Harry Potter Popular in Porto

Harry Potter author J. K. Rowling is the George Washington of our times. It has nothing to do with politics or military strategy. Rather, it has everything to do with the tourism industry that has sprouted up around every place that Washington slept and now is burgeoning with every place Rowling got inspiration or wrote or where parts of the iconic films were shot.

So here we are in Porto, and Declan’s dragging us off to the Livraria Lello, a century-old bookshop that inspired the winding (and moving) staircases at Hogwarts as well as the general feel of the place, with its heavy mouldings, intricate woodwork and colorful stained glass ceiling.

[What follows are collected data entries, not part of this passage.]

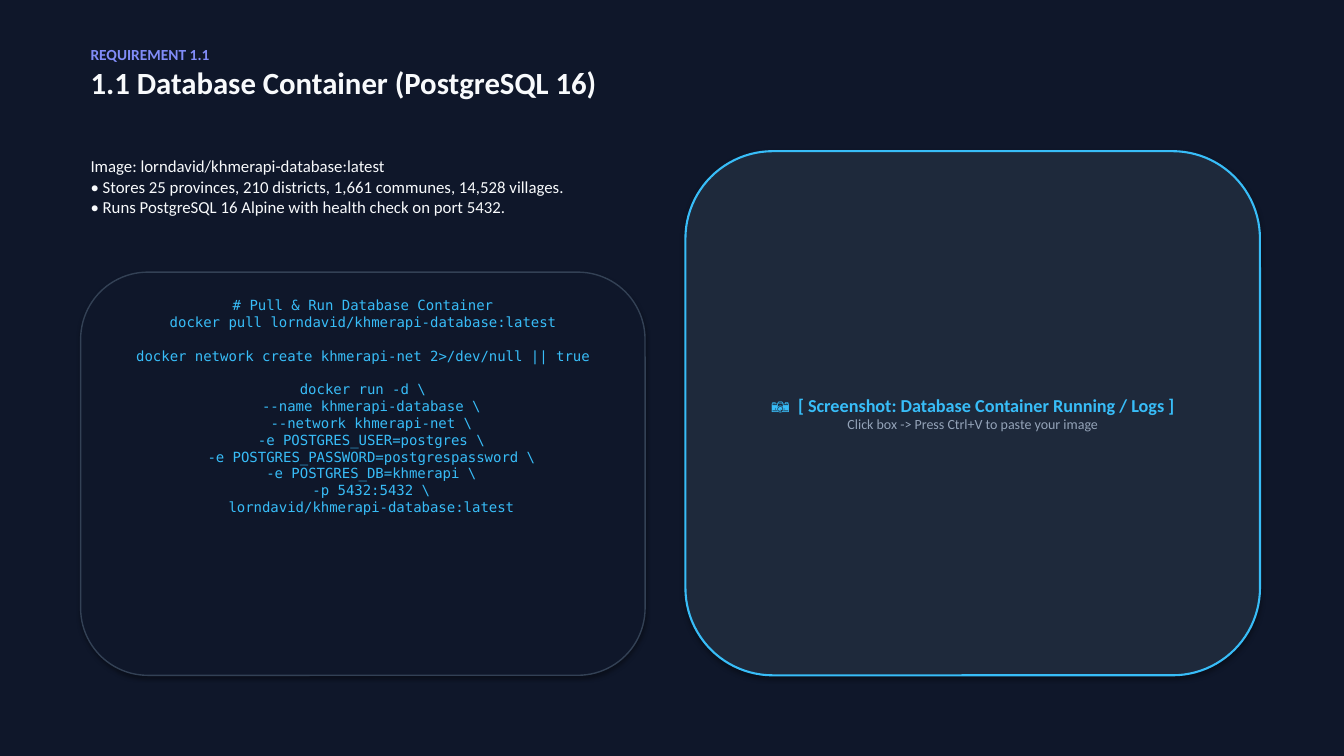
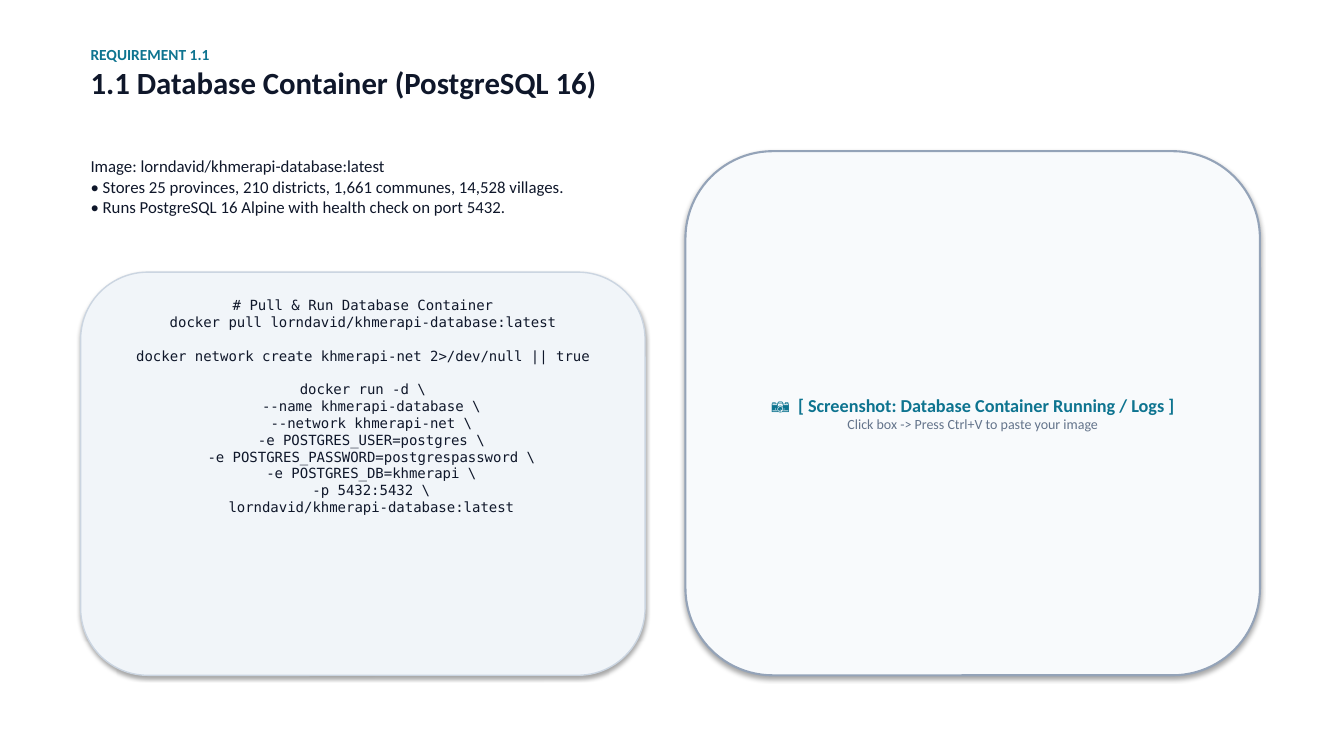
Before and after one commit to lorndavid/khmer-data-api, a slide deck: slide 3 of homework/Homework-Docker-Presentation.pptx. Drawn at 1344x756 pixels with LibreOffice and Linux fonts; fonts in the diff are those of the drawing. Boxes give left, top, right and bottom in pixels: in the first picture for what was removed or moved away, otherwise in the second. Text is boxed around its words. In the diff, an @@ line names an element or a change of style, - is before the commit and + after.

```diff
--- a/homework/Homework-Docker-Presentation.pptx
+++ b/homework/Homework-Docker-Presentation.pptx
@@ rectangle at <box>0,0,1344,756</box>: fill #0F172A to #FFFFFF @@
@@ text "REQUIREMENT 1.1" at <box>91,50,597,100</box>: text colour #818CF8 to #0E7490 in "REQUIREMENT 1.1"; text colour #F8FAFC to #0F172A in "1.1 Database Container (PostgreSQL 16)" @@
@@ text "Image: lorndavid/khmerapi-database:latest • Stores 25 ..." at <box>91,160,563,216</box>: text colour #F8FAFC to #0F172A @@
@@ rounded rectangle "📷 [ Screenshot: Database Container ..." at <box>686,151,1260,676</box>: text colour #38BDF8 to #0E7490 in "📷 [ Screenshot: Database Container Running / ..."; text colour #94A3B8 to #64748B in "Click box -> Press Ctrl+V to paste ..."; fill #1E293B to #F8FAFC; outline #38BDF8 1.5 pt to #94A3B8 1.5 pt @@
@@ rounded rectangle "# Pull & Run Database ..." at <box>81,272,645,676</box>: text colour #38BDF8 to #0F172A; fill #0F172A to #F1F5F9; outline #334155 1 pt to #CBD5E1 1 pt @@
```
Also in this commit, not shown: 9 other slides changed, 6 other files.

I knew nothing about Rowling’s connections to Porto, but she taught English as a foreign language in the city for several years, marrying a Portuguese man with whom she had a daughter. From there, she moved to Edinburgh, Scotland, with the first three chapters of “Harry Potter and the Philosopher’s Stone” in her suitcase, but more about that later.

Going with the flow

As the success of the books and then films turned Potter into an international phenomenon, any place identified with Rowling also became popular. Apparently, the staff at Livraria Lello formerly were fierce about prohibiting photo-taking by tourists. “Hey, we’re here to run a business,” was the general tone of the staff quoted on some older travel websites I consulted.

But today they embrace the tourists, the red paint in the centers of the stair treads chipped off through constant use, a couple stopping traffic on the stairs so they can take a selfie without others in the shot. Of course, that couple, the three in my family and everyone else in the bookshop paid four euros for the privilege of visiting the business.

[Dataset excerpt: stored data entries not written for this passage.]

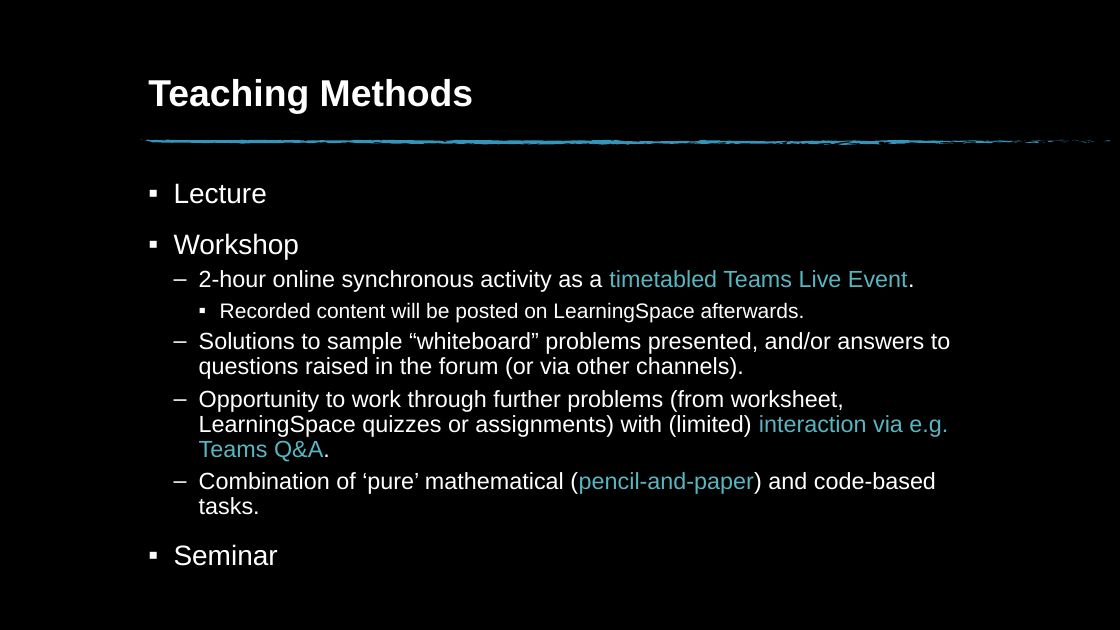
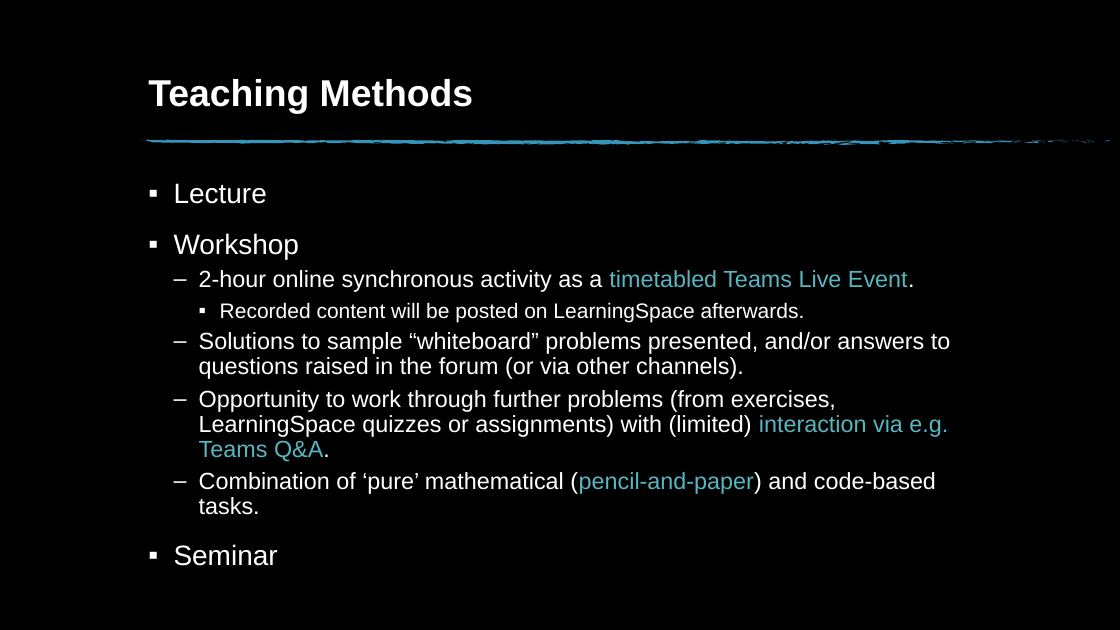
Before and after one commit to Falmouth-Games-Academy/bsc-course-materials, a slide deck: slide 9 of COMP270/01/2020-21-COMP270-01-induction-materials.pptx. Drawn at 1120x630 pixels with LibreOffice and Linux fonts; fonts in the diff are those of the drawing; background and template pictures are left out. Boxes give left, top, right and bottom in pixels: in the first picture for what was removed or moved away, otherwise in the second. Text is boxed around its words. In the diff, an @@ line names an element or a change of style, - is before the commit and + after.

```diff
--- a/COMP270/01/2020-21-COMP270-01-induction-materials.pptx
+++ b/COMP270/01/2020-21-COMP270-01-induction-materials.pptx
@@ text at <box>199,390,948,462</box>: text changed @@
-  – Opportunity to work through further problems (from worksheet, LearningSpace quizzes or assignments) with (limited) interaction via e.g. Teams Q&A.
+  – Opportunity to work through further problems (from exercises, LearningSpace quizzes or assignments) with (limited) interaction via e.g. Teams Q&A.
```
Also in this commit, not shown: 5 other slides changed, 3 slides removed, 1 other file.

The door attendant (I’m not making that up) directs tourists to the corner shop to buy vouchers, then scans them at the door before allowing admittance. I overhead him say (in English, thankfully) that 5,000 people visit the store each day during high season. That’s an awful lot of golden galleons, silver sickles and bronze knuts. You can use the voucher toward books, but we already are hauling more of those back than we intended, the result of hanging out with so many Northern Irish authors. And a large majority of the ones at this bookstore, naturally, are in Portuguese.

There may not have been 5,000 in Livraria Lello when we visited, but it certainly felt that way.

‘Thinking fondly of Emma Watson’

Several years ago, during a fall book tour to support Marilynn’s biography of Stewart Parker, we met a friend of Stewart’s at The Elephant House, an Edinburgh coffeeshop where Rowling wrote while her daughter slept. As I recall, the place was rocking with tourists on a dreary Scotland November afternoon.

The main evidence of the popularity of the place wasn’t in faded stair treads, but in the toilets. Every square inch of the men’s room was filled with graffiti about the books, from the sweet to the profane and about every sentiment in between. I know from Marilynn that the women’s room was the same way.

My favorite graffito was one that said, “Thinking fondly of Emma Watson.” I have a picture of it (yes, I took photos in the toilet), but it’s locked somewhere in the cloud that’s a pain to access remotely.

So you’ll have to take my word for it.